“biblioteca não podia ser ameaçada por nenhuma força
terrena, era, portanto, uma coisa viva… Mas, se era viva,
por que não devia se abrir ao risco do conhecimento?”
Umberto Eco
Parece-me que Umberto Eco estava corretíssimo ao colocar na fala de Adso de Melk, seu narrador em O Nome da Rosa, estas palavras. A criação da Agência de Bibliotecas e Coleções Digitas (ABCD USP) tem por motivo o fato de que as bibliotecas, por mais que sejam desconhecidas da maioria da sociedade, são vivas, corpos que pulsam. De forma que sua valorização é o reconhecimento da vida, logo, da ciência. A biblioteca viva é descortínio do conhecimento encerrado e, nesse sentido, se coaduna com a função da universidade: disseminar o conhecimento em todas as suas formas e modos.
A maioria das pessoas tem as bibliotecas apenas como lugares em que os livros estão depositados. Seriam o reino do silêncio onde a ideia de um universo estático parece regra pétrea. Guardariam em si somente a palavra escrita/impressa no papel em branco – uma questão importante para o processo criativo de Stéphane Mallarmé, porém absolutamente apartada de quais sejam as funções e objetivos da biblioteca hoje.

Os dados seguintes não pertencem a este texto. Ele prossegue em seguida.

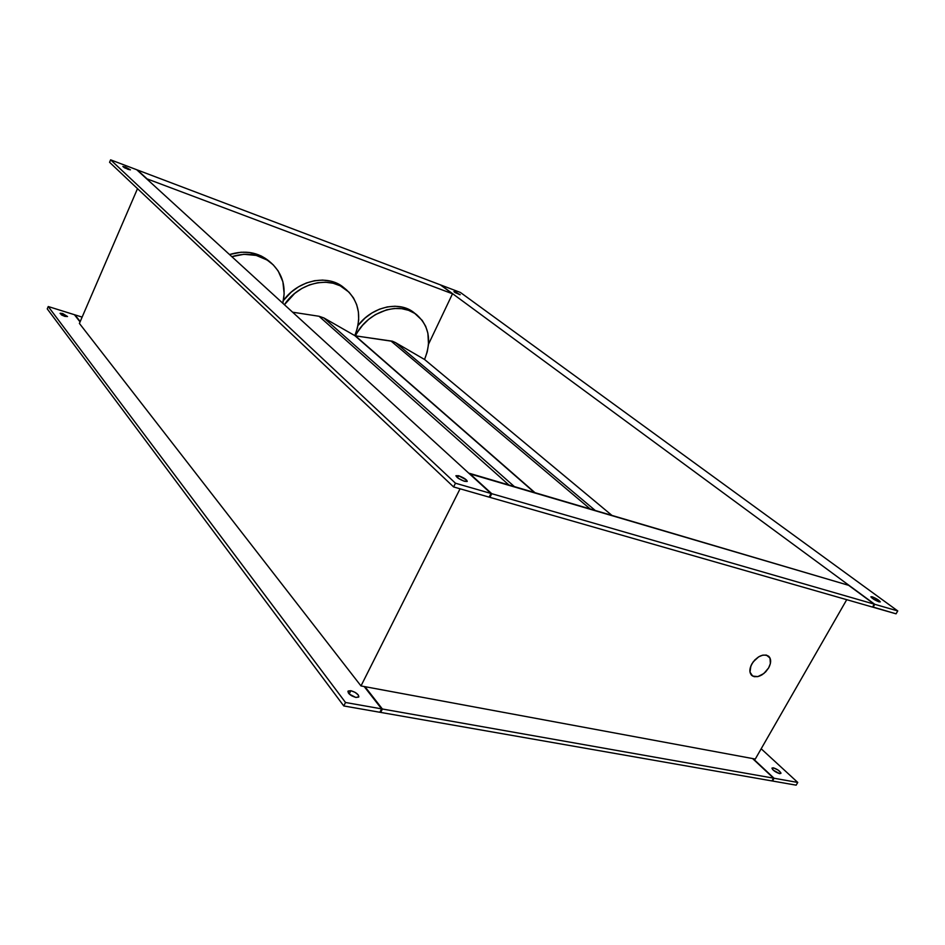 <?xml version="1.0" encoding="UTF-8"?>
<svg xmlns="http://www.w3.org/2000/svg" width="945" height="945" viewBox="0 0 945 945"><rect width="100%" height="100%" fill="white"/><g stroke="black" fill="none" stroke-linecap="round" stroke-linejoin="round"><path stroke-width="1.42" d="M751.854 663.91C757.441 656.007 763.028 653.444 768.628 656.208C771.285 658.901 771.297 662.788 768.651 667.891L770.352 663.626L770.021 658.051L766.407 655.098L762.733 655.145L758.67 656.834L753.212 661.831L750.826 666.071L750.011 672.155L752.669 676.1L757.866 676.608L763.855 673.525L768.651 667.891C763.04 675.805 757.429 678.345 751.83 675.51C749.243 672.84 749.255 668.977 751.854 663.91L750.165 668.209L750.011 672.155L751.429 675.12L754.193 676.691L757.866 676.608L761.906 674.907L765.686 671.848L768.651 667.891C763.04 675.805 757.429 678.345 751.83 675.51C749.243 672.84 749.255 668.977 751.854 663.91C757.441 656.007 763.028 653.444 768.628 656.208C771.285 658.901 771.297 662.788 768.651 667.891L770.352 663.626L770.529 659.704L769.147 656.704L766.407 655.098L762.733 655.145L758.67 656.834L754.842 659.917L751.854 663.91M395.506 342.586L595.244 510.477L395.506 342.586L391.124 341.133L355.379 335.841L534.976 492.676L355.379 335.841C367.321 311.307 400.078 300.498 416.899 314.933C429.243 326.249 431.794 341.098 424.553 359.49L427.211 351.942L428.522 344.287L427.872 333.16L425.711 326.379L422.214 320.402L414.76 313.397L408.559 310.314L401.637 308.661L394.23 308.495L386.623 309.83L375.472 314.579L368.621 319.398L362.549 325.34L357.482 332.167L355.379 335.841L392.376 341.204L395.506 342.598M414.193 312.795C399.475 300.451 372.283 306.369 357.954 325.576L365.077 318.028L371.999 312.937L379.5 309.18L387.273 306.924L395.01 306.239L402.393 307.149L409.15 309.594L416.899 314.933M395.624 342.692L424.577 359.502L611.935 515.403L424.577 359.502L395.624 342.692M391.124 341.133L590.223 508.989L391.124 341.133M350.831 690.701L349.189 693.961L350.831 690.701L348.114 691.055L348.492 693.181L351.741 695.827L355.97 697.445C350.973 695.933 348.292 693.902 347.925 691.362L350.831 690.701C355.804 692.212 358.486 694.244 358.852 696.784L355.97 697.445L358.675 697.079L358.273 694.953L355.025 692.319L350.831 690.701M62.713 313.551L62.016 315.181L64.886 316.386L60.055 313.397L62.713 313.551L60.208 313.244L61.413 314.827L62.016 315.181L62.713 313.551L67.532 316.528L62.713 313.551M773.305 767.801L772.443 769.289L773.305 767.801L771.959 768.238L773.234 770.14L779.625 773.648C775.325 772.148 772.786 770.293 771.994 768.072L773.305 767.801C777.593 769.301 780.133 771.155 780.924 773.376L779.625 773.648L780.889 772.833L778.219 770.14L773.305 767.801M458.597 475.725L457.569 477.768L458.597 475.725L466.405 479.918L467.137 481.477L464.621 481.312C459.601 479.446 456.707 477.591 455.927 475.725L458.597 475.725C463.605 477.591 466.487 479.446 467.267 481.312L463.617 480.981L458.29 478.276L455.915 475.796L458.597 475.725M125.401 167.005L124.976 168.009L124.35 167.667L122.862 166.462L125.401 167.005L130.422 169.84L127.882 169.309L122.862 166.474L125.401 167.005L130.422 169.84L124.988 168.009L125.401 167.005M455.419 291.922L455.088 292.572L455.974 292.135L459.648 294.651L453.919 291.603L460.227 294.663L455.23 292.666L453.919 291.615L455.419 291.922M872.105 596.767L871.573 597.701L872.79 597.004L878.72 600.24L880.291 601.788L879.11 601.894C874.798 600.169 872.07 598.457 870.924 596.756L872.105 596.767C876.405 598.504 879.133 600.217 880.291 601.906L874.054 599.461L871.054 597.145L872.105 596.767M231.844 256.662C247.259 252.008 260.525 254.252 271.64 263.371C282.638 273.837 286.37 287.126 282.803 303.239L284.161 293.824L282.886 281.752L278.173 270.955L273.282 264.895L267.175 260.04L256.213 255.41L243.881 254.299L231.844 256.662M271.605 263.336L269.219 261.257C258.127 252.15 244.897 249.917 229.517 254.536L241.07 252.22L249.61 252.504L261.422 256.071L269.254 261.281M284.421 304.715C298.75 282.52 330.112 275.349 346.531 289.891C359.159 301.845 361.923 317.095 354.836 335.652L357.47 327.832L358.675 319.871L358.415 312.063L356.678 304.668L353.524 297.97L349.048 292.206L340.188 285.792L333.148 283.24L325.505 282.224L317.544 282.768L309.547 284.87L301.833 288.473L294.686 293.434L284.421 304.715M346.52 289.879L343.956 287.764C328.092 273.79 298.218 279.803 283.394 300.545L291.249 292.088L298.466 286.843L306.322 283.004L314.496 280.724L322.658 280.086L330.502 281.102L337.708 283.713L344.004 287.8M319.032 316.268L508.93 484.986L319.032 316.268L323.828 317.91L319.032 316.268L292.619 312.204L319.032 316.268M514.375 486.592L323.828 317.91L354.871 335.664L534.433 492.51L354.871 335.664L323.828 317.91L514.375 486.592M137.509 188.646L79.404 323.426L360.99 685.94L364.179 686.531L381.591 708.868L345.516 702.489L48.254 306.534L74.407 314.697L80.053 321.938L74.407 314.697L48.254 306.534L47.25 308.885L48.254 306.534L345.516 702.489L381.591 708.868L379.855 712.27L343.779 705.95L47.25 308.885L343.779 705.95L345.516 702.489L343.779 705.95L379.855 712.27L381.591 708.868L364.179 686.531L360.99 685.94L460.073 488.789L360.99 685.94L79.404 323.426L137.509 188.646M355.651 697.375L349.414 694.162L355.651 697.375M64.886 316.386L67.52 316.54L64.886 316.386M80.207 321.56L74.986 314.874L82.132 317.107L74.986 314.874L80.207 321.56M428.534 344.169L452.501 293.789L146.451 178.64L452.501 293.789L440.37 284.847L137.285 169.946L146.558 178.404L137.285 169.946L440.37 284.847L452.501 293.789L428.534 344.169M469.287 473.658L848.645 585.321L469.452 473.327L491.766 493.703L874.231 604.15L848.645 585.321L874.231 604.15L872.53 607.08L489.912 497.353L872.53 607.08L874.231 604.15L491.766 493.703L469.287 473.658M380.658 712.412L380.126 711.727L380.658 712.412L382.394 709.01L364.971 686.672L752.574 758.551L773.53 778.16L382.394 709.01L773.53 778.16L771.923 780.924L380.658 712.412L771.923 780.924L773.53 778.16L752.574 758.551L364.179 686.531L382.394 709.01L380.658 712.412M796.151 785.165L772.478 781.019L774.073 778.255L753.118 758.658L755.279 759.059L752.574 758.551L774.073 778.255L797.745 782.436L774.073 778.255L772.478 781.019L796.151 785.165L797.745 782.436L796.151 785.165M761.174 748.771L797.745 782.436L761.174 748.771M489.286 496.786L489.912 497.353L491.766 493.703L489.912 497.353L489.286 496.786M109.573 162.292L453.6 486.935L489.12 497.129L453.6 486.935L455.466 483.214L490.975 493.467L136.694 169.722L110.612 159.835L455.466 483.214L490.975 493.467L489.12 497.129L490.975 493.467L136.694 169.722L110.612 159.835L109.573 162.292L110.612 159.835L455.466 483.214L453.6 486.935L109.573 162.292M872.625 606.914L896.061 613.825L873.062 607.233L874.763 604.304L897.75 610.942L460.428 292.466L440.819 285.024L874.763 604.304L897.75 610.942L896.061 613.825L897.75 610.942L460.428 292.466L440.819 285.024L874.763 604.304L872.625 606.914M846.732 599.685L755.279 759.059L846.732 599.685"/></g></svg>
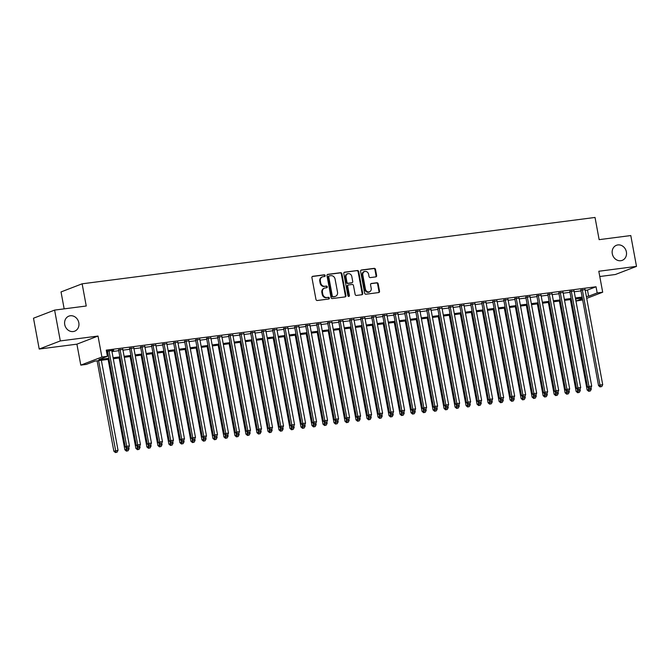 <?xml version="1.0" encoding="UTF-8"?>
<svg xmlns="http://www.w3.org/2000/svg" width="670" height="670" viewBox="0 0 670 670"><rect width="100%" height="100%" fill="white"/><g stroke="black" fill="none" stroke-linecap="round" stroke-linejoin="round"><path stroke-width="1" d="M325.168 275.563A0.863 0.754 69 0 0 324.255 274.817L312.781 276.3A1.24 1.08 69 0 0 311.927 277.648L315.964 299.44A1.24 1.08 69 0 0 317.27 300.503L328.744 299.021A0.863 0.754 69 0 0 328.434 297.329L326.943 297.522A3.961 3.459 69 0 1 322.772 294.097L322.438 292.279A3.961 3.459 69 0 1 324.473 288.134A3.961 3.459 69 0 1 325.176 287.958L326.659 287.765A0.863 0.754 69 0 0 326.34 286.073L324.858 286.266A3.961 3.459 69 0 1 320.687 282.841L320.344 281.023A3.961 3.459 69 0 1 322.387 276.878A3.961 3.459 69 0 1 323.082 276.702L324.573 276.509A0.863 0.754 69 0 0 325.168 275.563M324.397 276.534A0.863 0.754 69 0 0 323.685 275.035L312.295 276.509M328.568 299.046A0.863 0.754 69 0 0 327.856 297.547L326.943 297.522M326.483 287.79A0.863 0.754 69 0 0 325.771 286.291L324.858 286.266M612.288 253.729A8.065 7.06 69 0 0 622.229 260.354A8.065 7.06 69 0 0 626.383 251.912A8.065 7.06 69 0 0 616.442 245.287A8.065 7.06 69 0 0 612.288 253.729M64.73 324.573A8.065 7.06 69 0 0 74.663 331.189A8.065 7.06 69 0 0 78.817 322.747A8.065 7.06 69 0 0 68.876 316.131A8.065 7.06 69 0 0 64.73 324.573M375.778 276.886A1.24 1.08 69 0 0 376.632 275.538L375.502 269.424A1.24 1.08 69 0 0 374.195 268.352L361.448 270.002A1.24 1.08 69 0 0 360.594 271.35L364.631 293.142A1.24 1.08 69 0 0 365.937 294.214L378.684 292.564A1.24 1.08 69 0 0 379.538 291.207L378.173 283.829A1.24 1.08 69 0 0 376.867 282.757L371.415 283.46A1.24 1.08 69 0 0 370.552 284.817L371.23 288.477A3.308 2.898 69 0 1 365.452 289.222L362.797 274.876A3.308 2.898 69 0 1 368.575 274.13L369.019 276.526A1.24 1.08 69 0 0 370.326 277.589L375.778 276.886M585.228 290.353L587.49 290.06L596.04 286.768L597.188 292.932L602.69 292.221L586.719 298.368M54.605 310.101L60.317 340.93L39.212 349.045L33.5 318.216L54.605 310.101L86.246 306.006L82.134 283.812L595.027 217.448L599.139 239.651L630.788 235.555L636.5 266.384L598.804 271.258L602.69 292.221M39.212 349.045L76.908 344.162L98.013 336.047L60.317 340.93M98.013 336.047L101.899 357.018L107.401 356.306L98.85 359.589L108.858 358.299M596.04 286.768L106.262 350.134L107.401 356.306M341.901 273.77A1.24 1.08 69 0 0 340.595 272.698L327.848 274.348A1.24 1.08 69 0 0 326.993 275.697L331.03 297.488A1.24 1.08 69 0 0 332.337 298.56L345.084 296.911A1.24 1.08 69 0 0 345.938 295.554L341.901 273.77L341.332 273.988A1.24 1.08 69 0 0 340.025 272.916L327.37 274.558M344.648 272.179L357.395 270.529A1.24 1.08 69 0 1 358.701 271.601L362.738 293.385A1.24 1.08 69 0 1 361.884 294.733L356.432 295.437A1.24 1.08 69 0 1 355.125 294.373L353.484 285.537A1.24 1.08 69 0 0 352.185 284.465L348.559 284.934A1.24 1.08 69 0 0 347.705 286.283L349.413 295.478A0.863 0.754 69 0 1 347.897 295.679L343.794 273.528A1.24 1.08 69 0 1 344.648 272.179L344.229 272.338M599.776 276.517L615.395 274.499L636.5 266.384M111.823 350.837L113.682 350.234L106.48 351.315M122.828 349.413L118.582 349.958M133.833 347.99L129.595 348.534M144.837 346.566L140.6 347.11M155.85 345.142L151.604 345.687M166.855 343.718L162.609 344.263M177.86 342.295L173.614 342.839M188.865 340.871L184.627 341.415M199.869 339.447L195.632 339.991M210.883 338.023L206.636 338.568M221.887 336.6L217.641 337.144M232.892 335.176L228.646 335.72M243.897 333.752L239.651 334.297M254.902 332.32L250.664 332.873M265.915 330.896L261.668 331.449M276.919 329.472L272.673 330.025M287.924 328.049L283.678 328.602M298.929 326.625L294.683 327.178M309.934 325.201L305.696 325.754M320.938 323.778L316.701 324.33M331.952 322.354L327.705 322.906M342.956 320.93L338.71 321.483M353.961 319.506L349.715 320.059M364.966 318.083L360.728 318.635M375.971 316.659L371.733 317.212M386.984 315.235L382.738 315.788M397.988 313.811L393.742 314.364M408.993 312.387L404.747 312.94M419.998 310.964L415.752 311.517M431.003 309.54L426.765 310.093M442.016 308.116L437.77 308.669M453.02 306.692L448.774 307.245M464.025 305.269L459.779 305.822M475.03 303.845L470.784 304.398M486.035 302.421L481.797 302.974M497.04 300.998L492.802 301.55M508.053 299.574L503.806 300.118M519.057 298.15L514.811 298.694M530.062 296.726L525.816 297.271M541.067 295.303L536.829 295.847M552.072 293.879L547.834 294.423M563.085 292.455L558.839 292.999M574.09 291.031L569.843 291.576M106.656 352.269L107.719 352.127M111.957 351.583L118.724 350.703M122.97 350.159L129.729 349.279M133.975 348.735L140.733 347.856M144.98 347.311L151.747 346.432M155.984 345.887L162.751 345.008M166.989 344.464L173.756 343.584M178.002 343.04L184.761 342.161M189.007 341.616L195.766 340.737M200.012 340.192L206.77 339.313M211.017 338.769L217.784 337.889M222.021 337.345L228.788 336.466M233.034 335.921L239.793 335.042M244.039 334.498L250.798 333.618M255.044 333.074L261.803 332.194M266.049 331.65L272.816 330.771M277.053 330.226L283.82 329.347M288.058 328.803L294.825 327.923M299.071 327.37L305.83 326.499M310.076 325.947L316.835 325.076M321.081 324.523L327.848 323.652M332.085 323.099L338.853 322.228M343.09 321.675L349.857 320.804M354.103 320.252L360.862 319.381M365.108 318.828L371.867 317.957M376.113 317.404L382.872 316.533M387.118 315.98L393.885 315.109M398.122 314.557L404.889 313.686M409.135 313.133L415.894 312.262M420.14 311.709L426.899 310.838M431.145 310.285L437.904 309.414M442.15 308.862L448.917 307.991M453.155 307.438L459.921 306.567M464.159 306.014L470.926 305.143M475.172 304.59L481.931 303.719M486.177 303.167L492.936 302.296M497.182 301.743L503.949 300.872M508.187 300.319L514.954 299.448M519.191 298.895L525.958 298.024M530.205 297.472L536.963 296.592M541.209 296.048L547.968 295.168M552.214 294.624L558.973 293.745M563.219 293.2L569.986 292.321M574.224 291.777L580.99 290.897M106.522 351.524L107.577 351.382M585.094 289.608L580.848 290.152M82.134 283.812L61.029 291.927L64.169 308.862M582.666 299.925L576.083 301.048L582.423 298.611M575.681 298.921L576.083 301.048M109.042 359.288L94.855 361.13L86.296 364.413L80.794 365.125L101.899 357.018M76.908 344.162L80.794 365.125M586.376 296.517L588.629 296.224L597.188 292.932M113.104 357.747L119.863 356.875M124.109 356.323L130.876 355.452M135.114 354.899L141.881 354.028M146.119 353.475L152.886 352.604M157.132 352.052L163.89 351.18M168.136 350.628L174.895 349.757M179.141 349.204L185.908 348.325M190.146 347.78L196.913 346.901M201.151 346.356L207.918 345.477M212.164 344.933L218.922 344.053M223.169 343.509L229.927 342.63M234.173 342.085L240.932 341.206M245.178 340.661L251.945 339.782M256.183 339.238L262.95 338.358M267.196 337.814L273.955 336.935M278.201 336.39L284.959 335.511M289.206 334.966L295.964 334.087M300.21 333.543L306.977 332.663M311.215 332.119L317.982 331.24M322.22 330.695L328.987 329.816M333.233 329.272L339.991 328.392M344.238 327.848L350.996 326.968M355.242 326.424L362.009 325.545M366.247 325L373.014 324.121M377.252 323.577L384.019 322.697M388.265 322.144L395.024 321.273M399.27 320.721L406.028 319.85M410.274 319.297L417.033 318.426M421.279 317.873L428.046 317.002M432.284 316.449L439.051 315.578M443.297 315.026L450.056 314.155M454.302 313.602L461.06 312.731M465.307 312.178L472.065 311.307M476.311 310.754L483.078 309.883M487.316 309.331L494.083 308.46M498.321 307.907L505.088 307.036M509.334 306.483L516.093 305.612M520.339 305.059L527.097 304.188M531.344 303.636L538.111 302.765M542.348 302.212L549.115 301.341M553.353 300.788L560.12 299.917M564.366 299.364L571.125 298.493M575.371 297.941L582.13 297.07M582.314 298.058L575.555 298.937M571.309 299.482L564.55 300.361M560.304 300.905L553.537 301.785M549.299 302.329L542.533 303.209M538.295 303.753L531.528 304.632M527.282 305.177L520.523 306.056M516.277 306.609L509.518 307.48M505.272 308.033L498.505 308.904M494.267 309.456L487.5 310.327M483.263 310.88L476.496 311.751M472.25 312.304L465.491 313.175M461.245 313.728L454.486 314.599M450.24 315.151L443.481 316.022M439.235 316.575L432.468 317.446M428.231 317.999L421.464 318.87M417.217 319.423L410.459 320.293M406.213 320.846L399.454 321.717M395.208 322.27L388.449 323.141M384.203 323.694L377.436 324.565M373.198 325.118L366.431 325.989M362.194 326.541L355.427 327.412M351.18 327.965L344.422 328.836M340.176 329.389L333.417 330.26M329.171 330.812L322.404 331.684M318.166 332.236L311.399 333.107M307.161 333.66L300.394 334.531M296.148 335.084L289.39 335.955M285.144 336.507L278.385 337.387M274.139 337.931L267.38 338.811M263.134 339.355L256.367 340.234M252.129 340.779L245.362 341.658M241.116 342.203L234.358 343.082M230.112 343.626L223.353 344.506M219.107 345.05L212.348 345.929M208.102 346.474L201.335 347.353M197.097 347.897L190.33 348.777M186.093 349.321L179.326 350.201M175.079 350.745L168.321 351.624M164.075 352.169L157.316 353.048M153.07 353.592L146.303 354.472M142.065 355.016L135.298 355.896M131.06 356.44L124.293 357.319M120.047 357.864L113.289 358.743M587.49 290.06L588.629 296.224M322.387 276.878L321.809 277.095A3.961 3.459 69 0 0 319.774 281.241L320.344 281.023M324.288 286.484A3.961 3.459 69 0 1 320.109 283.058L319.774 281.241M324.473 288.134L323.903 288.351A3.961 3.459 69 0 0 321.86 292.497L322.438 292.279M326.374 297.74A3.961 3.459 69 0 1 322.203 294.314L321.86 292.497M345 296.919A1.24 1.08 69 0 0 345.368 295.78L341.332 273.988M329.355 275.889A0.863 0.754 69 0 0 328.752 276.836L332.295 295.956A0.863 0.754 69 0 0 333.208 296.709L334.774 296.509A3.961 3.459 69 0 0 335.477 296.333A3.961 3.459 69 0 0 337.521 292.187L335.092 279.114A3.961 3.459 69 0 0 330.921 275.688L329.355 275.889M328.786 276.107A0.863 0.754 69 0 0 328.183 277.053L328.752 276.836M335.477 296.333L334.908 296.55A3.961 3.459 69 0 1 334.204 296.726L332.638 296.927A0.863 0.754 69 0 1 331.725 296.182L328.183 277.053M344.171 272.38L357.395 270.529M361.792 294.75A1.24 1.08 69 0 0 362.168 293.602L358.132 271.819A1.24 1.08 69 0 0 356.825 270.747M347.99 285.152A1.24 1.08 69 0 0 347.135 286.5L348.844 295.696L349.413 295.478M348.651 296.425A0.863 0.754 69 0 0 348.844 295.696M351.784 276.367A3.308 2.898 69 0 0 346.005 277.112L346.943 282.162A1.24 1.08 69 0 0 348.249 283.234L351.867 282.765A1.24 1.08 69 0 0 352.722 281.417L351.784 276.367M347.705 273.653L347.135 273.871A3.308 2.898 69 0 0 345.435 277.33L346.005 277.112M351.716 282.824A1.24 1.08 69 0 1 351.298 282.991L347.68 283.46A1.24 1.08 69 0 1 346.373 282.388L345.435 277.33M364.497 271.417L363.927 271.635A3.308 2.898 69 0 0 362.227 275.102L362.797 274.876M369.53 291.936L368.961 292.154A3.308 2.898 69 0 1 364.882 289.44L362.227 275.102M378.592 292.572A1.24 1.08 69 0 0 378.969 291.433L377.604 284.047A1.24 1.08 69 0 0 376.297 282.974L370.929 283.67M375.686 276.894A1.24 1.08 69 0 0 376.063 275.755L374.932 269.642A1.24 1.08 69 0 0 373.625 268.57L360.971 270.211M97.108 360.837L113.858 451.22L118.037 450.315L101.354 360.284M98.599 360.644L115.977 452.325L115.408 452.552L117.083 452.183L115.977 452.325M118.037 450.315L117.083 452.183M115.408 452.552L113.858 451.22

Pois é… as bibliotecas são muito, muito mais que isso. São repositórios sofisticados de conhecimento, saberes mediados por coleções de variada ordem: o papel, o digital, o magnético, a película, a imagem, o som, o dado bibliométrico, a produção acadêmica em todos os seus sentidos – documentos e monumentos – penso em Jacques Le Goff. E tudo isso, no caso das universidades, está a serviço da difusão do conhecimento, do apoio ao ensino de graduação e de pós-graduação e do fomento à pesquisa desde a iniciação científica até o pós-doutoramento.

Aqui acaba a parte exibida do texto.